A big goal of the academy is to build a network among the fellows, so they can advise each other and provide connections in their work. For example, Laura Markin, the strategy implementation manager for the University of Chicago Medicine and a fellow in Maddox’s CLA cohort, has brought colleagues to Parkway Gardens to launch a recovery program this spring for families after experiencing or witnessing violence. “A lot of shootings take place in Parkway. We want to do more with those who are still living with the trauma,” Maddox said.  

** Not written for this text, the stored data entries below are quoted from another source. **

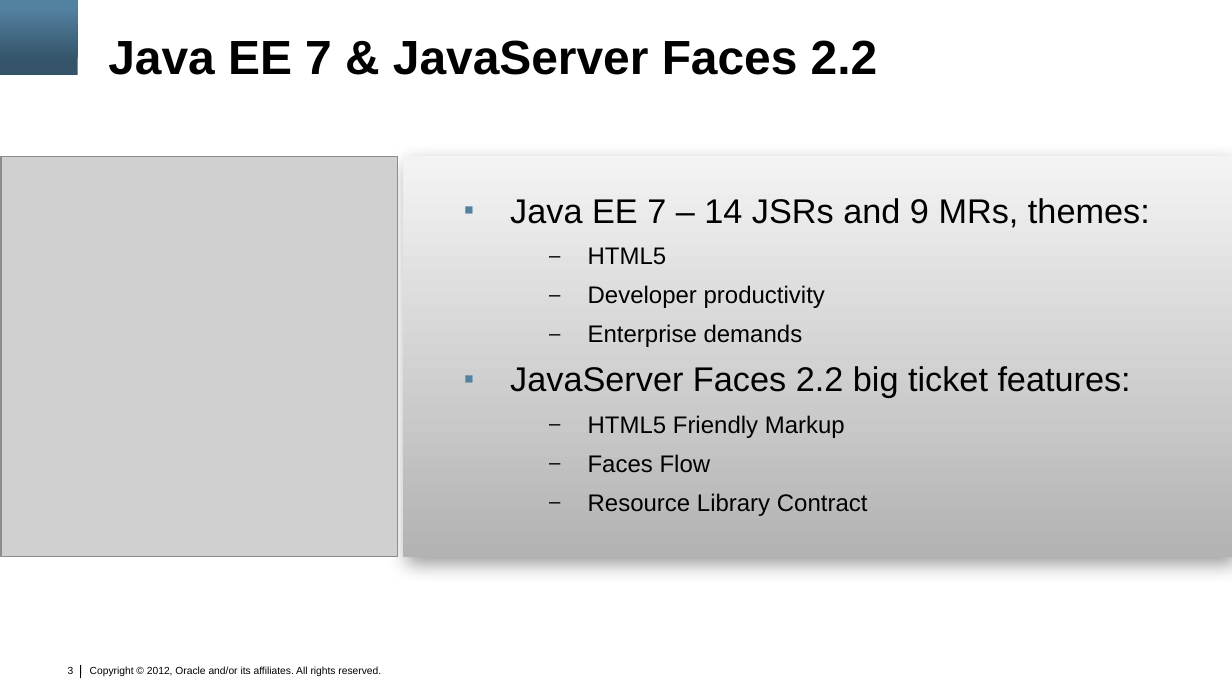
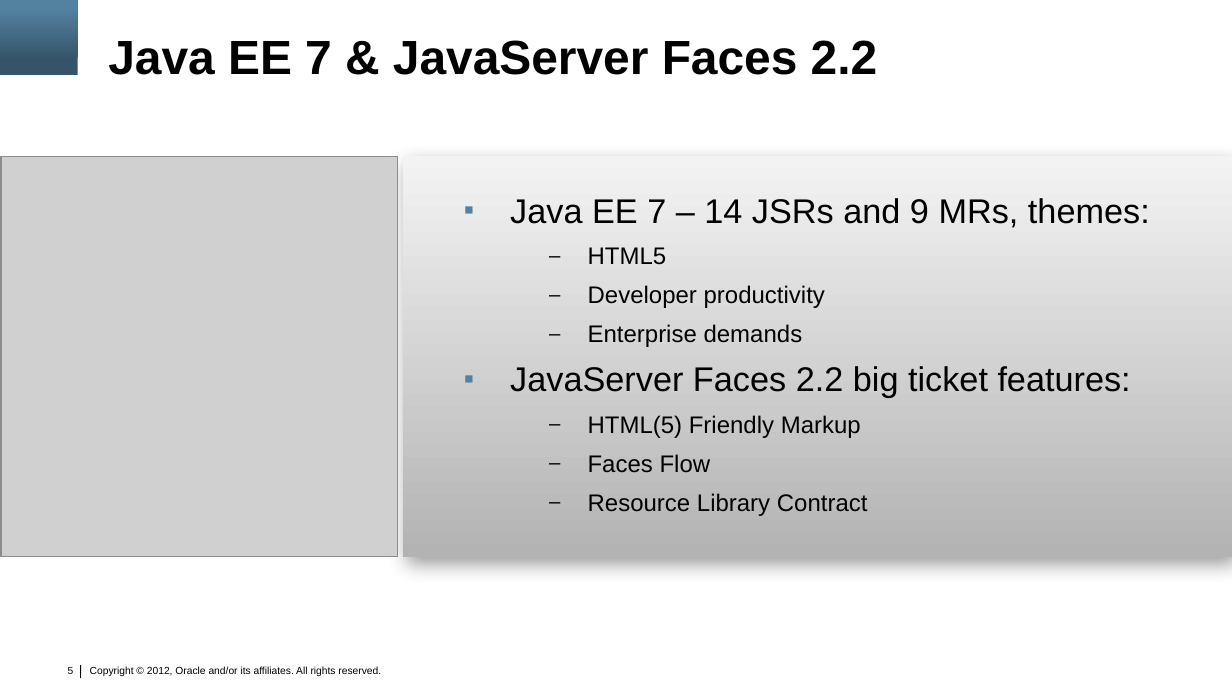
Before and after one commit to marfous/j1demo-pf, a slide deck: slide 5 of con3638.pptx (slide 3 before the commit). Drawn at 1232x693 pixels with LibreOffice and Linux fonts; fonts in the diff are those of the drawing; grey boxes stand for pictures; background and template pictures are left out. Boxes give left, top, right and bottom in pixels: in the first picture for what was removed or moved away, otherwise in the second. Text is boxed around its words. In the diff, an @@ line names an element or a change of style, - is before the commit and + after.

```diff
--- a/con3638.pptx
+++ b/con3638.pptx
@@ text at (588, 415, 861, 438): text changed @@
-  – HTML5 Friendly Markup
+  – HTML(5) Friendly Markup
@@ page number at (68, 667, 74, 674): text changed @@
-3
+5
```
Also in this commit, not shown: 4 other slides changed, 2 slides added.
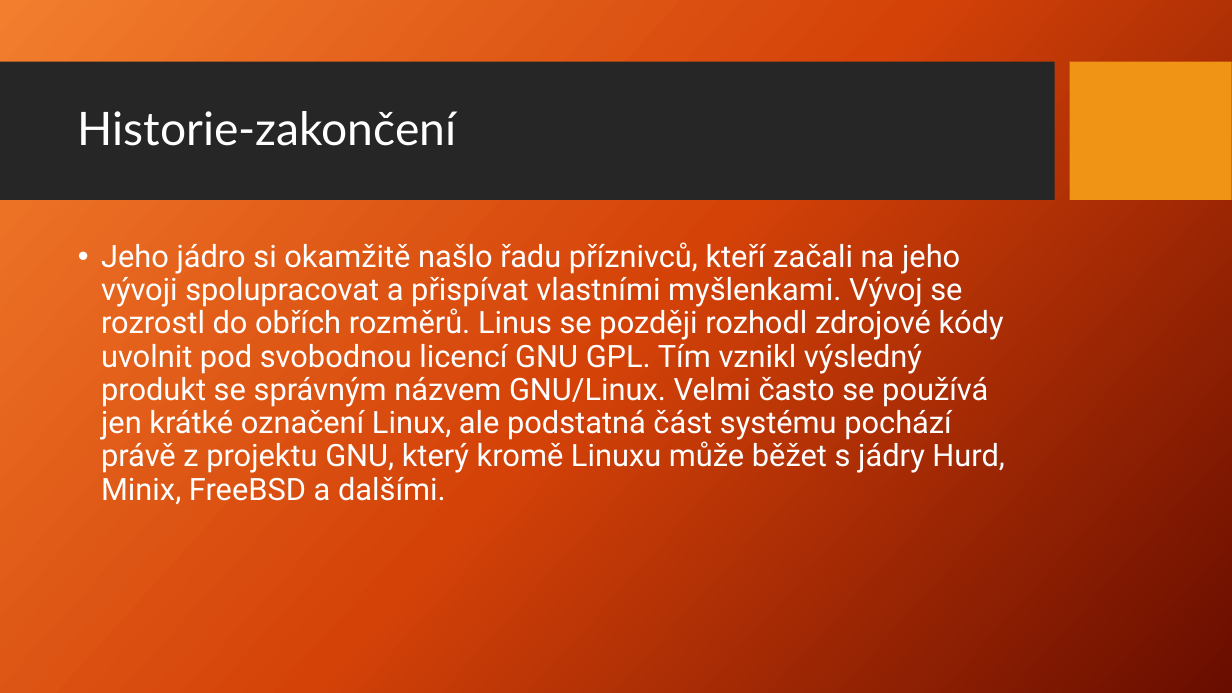
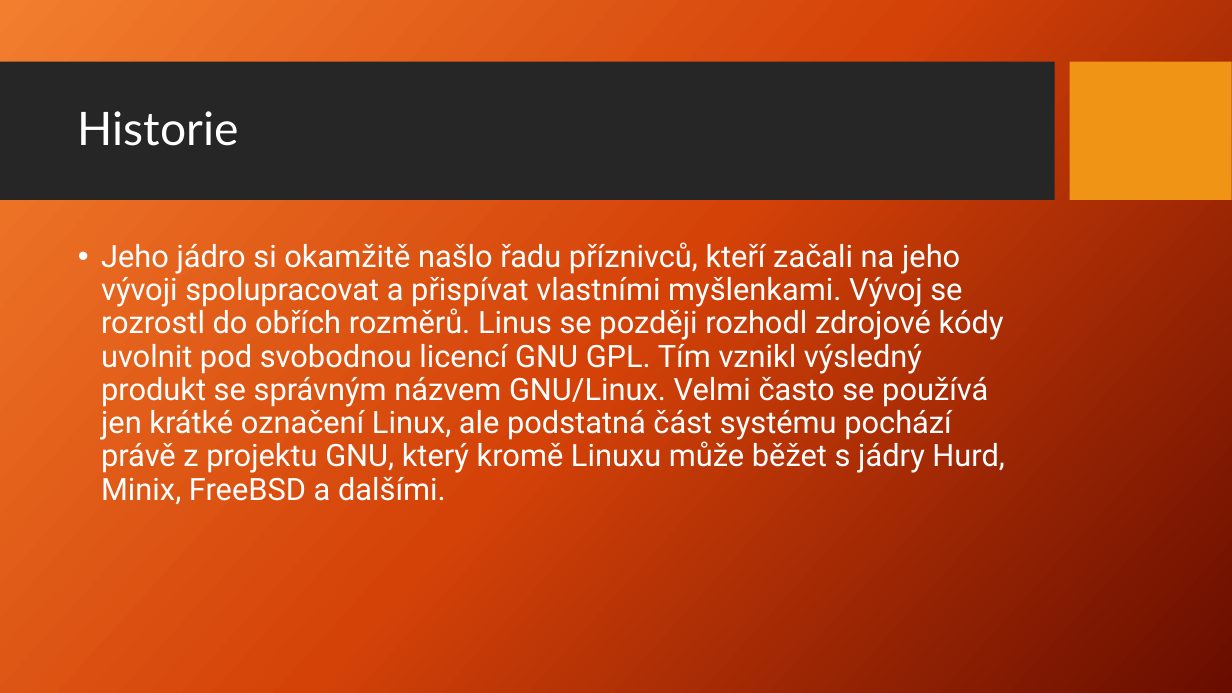
Before and after one commit to Jakub-Benes/Prezentace, a slide deck: slide 5 of Linux.pptx (slide 6 before the commit). Drawn at 1232x693 pixels with LibreOffice and Linux fonts; fonts in the diff are those of the drawing; background and template pictures are left out. Boxes give left, top, right and bottom in pixels: in the first picture for what was removed or moved away, otherwise in the second. Text is boxed around its words. In the diff, an @@ line names an element or a change of style, - is before the commit and + after.

```diff
--- a/Linux.pptx
+++ b/Linux.pptx
@@ title at (x1=78, y1=111, x2=239, y2=146): text changed @@
-Historie-zakončení
+Historie
```
Also in this commit, not shown: 4 other slides changed, 2 slides added, 1 slide removed.

Maddox and her colleagues at Future Ties said they can see changes in her leadership style since she joined the academy. For one, Maddox said she thinks about how to give her nonprofit staff more autonomy. That’s important because the organization works to develop parents as well as kids and to break the cycle of generational poverty.

“She takes our perspective, and she teaches us whatever she learns,” said Shaquita Wells, a mother from Parkway Gardens who has been with the organization for more than five years and is now a supervisor and a college student. “Jennifer is the definition of extraordinary. I’ve never met someone like her before.”